Khan Academy’s New ‘Teacher Aid’ Tool Goes for a Test Drive in Southern California

Khan Academy’s New ‘Teacher Aid’ Tool Goes for a Test Drive in Southern California

Most people associate Khan Academy with online videos, and that’s largely what it has been since 2005 when founder and CEO Sal Khan began recording instructional clips from his closet to help his cousin better understand math. But that’s slowly starting to change.

The Mountain View-based nonprofit announced it will be partnering with five of the largest county offices of education in Southern California, plus one school district, to begin implementing its first tool that is fully directed at teachers and classrooms.

“This product is designed to offer ways to assign work from a large body of standards and content that is vetted, and provide new reporting for teachers,” Khan tells EdSurge.

Teachers have always been able to access Khan Academy’s free online tutoring materials. Instructors might send students to the Khan Academy website for additional practice, or have computer stations in class where students complete online quizzes.

Now, the founder explains, the organization is trying to make its offerings a core part of the classroom curriculum through a tool Khan is temporarily referring to as a “teacher aid.”

The product will enable teachers of all subject areas to create and share digital assignments that correlate to Khan Academy videos and other materials, including more than 60,000 Common Core-aligned lessons and interactive exercises.

Other elements include a data dashboard that shows teachers how students are interacting with Khan Academy lessons, how long they are taking to complete assignments, as well as where students struggle or succeed.

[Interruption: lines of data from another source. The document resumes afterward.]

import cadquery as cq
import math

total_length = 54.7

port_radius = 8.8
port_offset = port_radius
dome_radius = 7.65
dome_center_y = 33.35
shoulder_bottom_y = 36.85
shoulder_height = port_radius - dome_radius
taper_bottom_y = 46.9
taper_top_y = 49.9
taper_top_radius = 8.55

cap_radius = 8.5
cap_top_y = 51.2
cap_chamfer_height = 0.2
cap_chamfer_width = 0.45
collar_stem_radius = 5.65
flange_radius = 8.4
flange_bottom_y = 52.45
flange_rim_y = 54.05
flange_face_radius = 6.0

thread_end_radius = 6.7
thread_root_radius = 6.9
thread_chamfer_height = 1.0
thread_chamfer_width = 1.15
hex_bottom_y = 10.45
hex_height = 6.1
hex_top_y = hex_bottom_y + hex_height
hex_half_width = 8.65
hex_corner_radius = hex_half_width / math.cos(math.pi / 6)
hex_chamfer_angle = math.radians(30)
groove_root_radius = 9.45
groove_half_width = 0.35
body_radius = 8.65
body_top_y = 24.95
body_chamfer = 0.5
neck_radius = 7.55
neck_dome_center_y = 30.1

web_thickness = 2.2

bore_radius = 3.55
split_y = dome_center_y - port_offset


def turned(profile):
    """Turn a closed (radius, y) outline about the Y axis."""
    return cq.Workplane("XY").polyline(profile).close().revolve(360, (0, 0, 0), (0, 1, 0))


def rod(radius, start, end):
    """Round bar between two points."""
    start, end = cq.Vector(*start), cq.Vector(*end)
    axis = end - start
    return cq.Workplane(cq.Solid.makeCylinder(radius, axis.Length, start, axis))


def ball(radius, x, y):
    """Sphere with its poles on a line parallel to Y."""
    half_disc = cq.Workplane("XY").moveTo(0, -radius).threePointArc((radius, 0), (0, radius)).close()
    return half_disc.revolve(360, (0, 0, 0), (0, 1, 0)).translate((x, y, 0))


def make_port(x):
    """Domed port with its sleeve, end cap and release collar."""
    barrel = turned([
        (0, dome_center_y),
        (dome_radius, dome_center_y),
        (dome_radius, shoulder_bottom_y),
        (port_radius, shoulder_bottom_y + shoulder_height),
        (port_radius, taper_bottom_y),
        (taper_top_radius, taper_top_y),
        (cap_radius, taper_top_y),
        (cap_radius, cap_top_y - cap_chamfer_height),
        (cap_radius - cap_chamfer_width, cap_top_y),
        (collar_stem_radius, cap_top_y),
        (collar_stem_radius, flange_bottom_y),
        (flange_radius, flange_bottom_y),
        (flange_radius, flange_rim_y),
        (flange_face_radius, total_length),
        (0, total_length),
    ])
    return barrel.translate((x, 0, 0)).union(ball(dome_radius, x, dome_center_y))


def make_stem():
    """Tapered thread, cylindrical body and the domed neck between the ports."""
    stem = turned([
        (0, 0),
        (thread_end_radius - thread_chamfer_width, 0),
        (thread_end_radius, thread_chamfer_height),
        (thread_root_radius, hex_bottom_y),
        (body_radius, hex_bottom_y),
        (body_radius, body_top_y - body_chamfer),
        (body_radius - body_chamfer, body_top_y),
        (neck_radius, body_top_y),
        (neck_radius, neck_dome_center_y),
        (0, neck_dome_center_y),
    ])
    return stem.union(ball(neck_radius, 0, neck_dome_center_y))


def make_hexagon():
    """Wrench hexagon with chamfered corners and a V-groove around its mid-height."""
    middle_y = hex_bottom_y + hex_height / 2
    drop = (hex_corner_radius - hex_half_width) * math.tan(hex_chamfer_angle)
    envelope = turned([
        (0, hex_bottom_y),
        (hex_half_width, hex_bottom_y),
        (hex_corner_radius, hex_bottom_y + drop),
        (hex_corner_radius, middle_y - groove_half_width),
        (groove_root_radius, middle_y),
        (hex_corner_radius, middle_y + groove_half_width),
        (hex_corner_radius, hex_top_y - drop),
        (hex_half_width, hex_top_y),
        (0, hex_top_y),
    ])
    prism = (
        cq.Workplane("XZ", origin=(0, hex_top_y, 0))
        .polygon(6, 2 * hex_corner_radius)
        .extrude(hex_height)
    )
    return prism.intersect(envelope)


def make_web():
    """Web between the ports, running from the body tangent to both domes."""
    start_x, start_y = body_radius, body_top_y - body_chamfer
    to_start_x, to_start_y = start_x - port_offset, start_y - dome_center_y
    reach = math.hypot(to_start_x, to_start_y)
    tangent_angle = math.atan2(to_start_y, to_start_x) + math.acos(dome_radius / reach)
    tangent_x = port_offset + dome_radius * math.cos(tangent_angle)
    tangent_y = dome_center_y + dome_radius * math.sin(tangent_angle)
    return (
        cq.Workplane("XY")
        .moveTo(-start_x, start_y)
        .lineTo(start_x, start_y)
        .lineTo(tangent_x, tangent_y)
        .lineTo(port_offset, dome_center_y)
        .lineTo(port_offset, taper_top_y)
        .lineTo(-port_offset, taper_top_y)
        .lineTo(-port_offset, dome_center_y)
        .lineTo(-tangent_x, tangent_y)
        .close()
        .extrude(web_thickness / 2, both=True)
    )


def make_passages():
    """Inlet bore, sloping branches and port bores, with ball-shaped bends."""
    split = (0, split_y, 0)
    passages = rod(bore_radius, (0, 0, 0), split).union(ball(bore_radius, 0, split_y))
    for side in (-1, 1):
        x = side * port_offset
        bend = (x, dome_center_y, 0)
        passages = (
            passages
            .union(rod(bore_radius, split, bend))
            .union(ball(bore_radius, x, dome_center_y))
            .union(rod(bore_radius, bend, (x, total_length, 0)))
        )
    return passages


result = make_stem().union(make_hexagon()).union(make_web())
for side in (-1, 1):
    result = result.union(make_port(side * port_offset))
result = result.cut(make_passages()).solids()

Teachers using Google for Education will also be able to integrate the Khan Academy platform with their G Suite for Education account. Specifically, teachers using Google Classroom will be able to quickly add their class roster to the Khan Academy platform, which will sync up both Khan Academy assignments and performance data. (Teachers will be able to use the Khan Academy classroom tool without Google, too.)

The point, says Khan, is to help teachers personalize learning for their students. “If a teacher assigns a set of problems and is able to spot learning gaps, they can leverage Khan Academy to help teachers slow down or speed up education around that,” he says. “Students will have the study resources and teachers get a clear read of where students are at so they can choose what to go over again in class.”

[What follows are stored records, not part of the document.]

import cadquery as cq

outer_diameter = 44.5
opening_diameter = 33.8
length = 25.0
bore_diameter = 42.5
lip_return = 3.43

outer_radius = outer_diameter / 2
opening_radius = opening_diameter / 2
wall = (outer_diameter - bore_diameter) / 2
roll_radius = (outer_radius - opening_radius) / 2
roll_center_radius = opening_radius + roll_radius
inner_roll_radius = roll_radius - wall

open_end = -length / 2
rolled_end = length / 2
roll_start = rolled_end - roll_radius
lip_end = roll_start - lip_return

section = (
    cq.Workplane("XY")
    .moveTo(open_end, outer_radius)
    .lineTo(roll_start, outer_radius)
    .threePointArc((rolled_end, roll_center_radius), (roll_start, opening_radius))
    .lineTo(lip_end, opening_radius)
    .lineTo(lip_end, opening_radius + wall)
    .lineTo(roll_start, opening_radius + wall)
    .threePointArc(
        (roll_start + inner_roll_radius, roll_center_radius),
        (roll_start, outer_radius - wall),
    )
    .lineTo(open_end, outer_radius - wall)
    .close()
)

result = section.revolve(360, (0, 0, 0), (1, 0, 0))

The tool is also a result of research the nonprofit conducted, which found that learners who work with teachers spend more than three times longer on the site than those who visit Khan Academy alone.

For its initial launch, Khan Academy will be working with the Long Beach Unified School District, the Orange County Department of Education, the San Bernardino County Superintendent of Schools, the Riverside County Office of Education, the Imperial County Office of Education and the Los Angeles County Office of Education. Altogether, the offices reach nearly 3 million students.

“For me, this is an opportunity for students who don't always have parents able to help with homework either because of a language barrier or maybe because it's too difficult to access,” Debra Duardo, superintendent for Los Angeles County Office of Education, tells EdSurge.

“We want to see more students, especially first generation and kids at the poverty level, get into into college,” adds Al Mijares, superintendent for Orange County Department of Education. “And Khan Academy works anywhere, anytime to close academic gaps.”

Long Beach Unified, which is the third largest school district in California at nearly 77,000 students, will be using Khan Academy across its grades and subjects, according to the organization’s spokesperson. The five county offices of education will be “endorsing” Khan Academy’s new tool for the classroom.

Under the partnership, Khan Academy will be providing the offices with on-the-ground and remote trainings for teachers, principals and administers. In return, the districts will share feedback on how the tool can be improved before it is made publicly available this fall.

The announcement comes without a plan, however. While Duardo says she is excited about the partnership, she also admits that details around how the product will be implemented—and how that will look in upcoming summer months—have yet to be parsed out.

Mijares, who initiated the partnership by first contacting Khan Academy, isn’t concerned about the timing. “Education now is a 24-7 thing. We never shut down, and summer is our peak time to do professional development.”

Khan also remains optimistic. “The more we think about where this can go we get more and more excited. We can add more subjects, practice modalities, lightweight quizzes and assessments, and also get data quicker.”

As for the changing landscape for his organization, Khan continues, “I expect more things like this to come in the future.”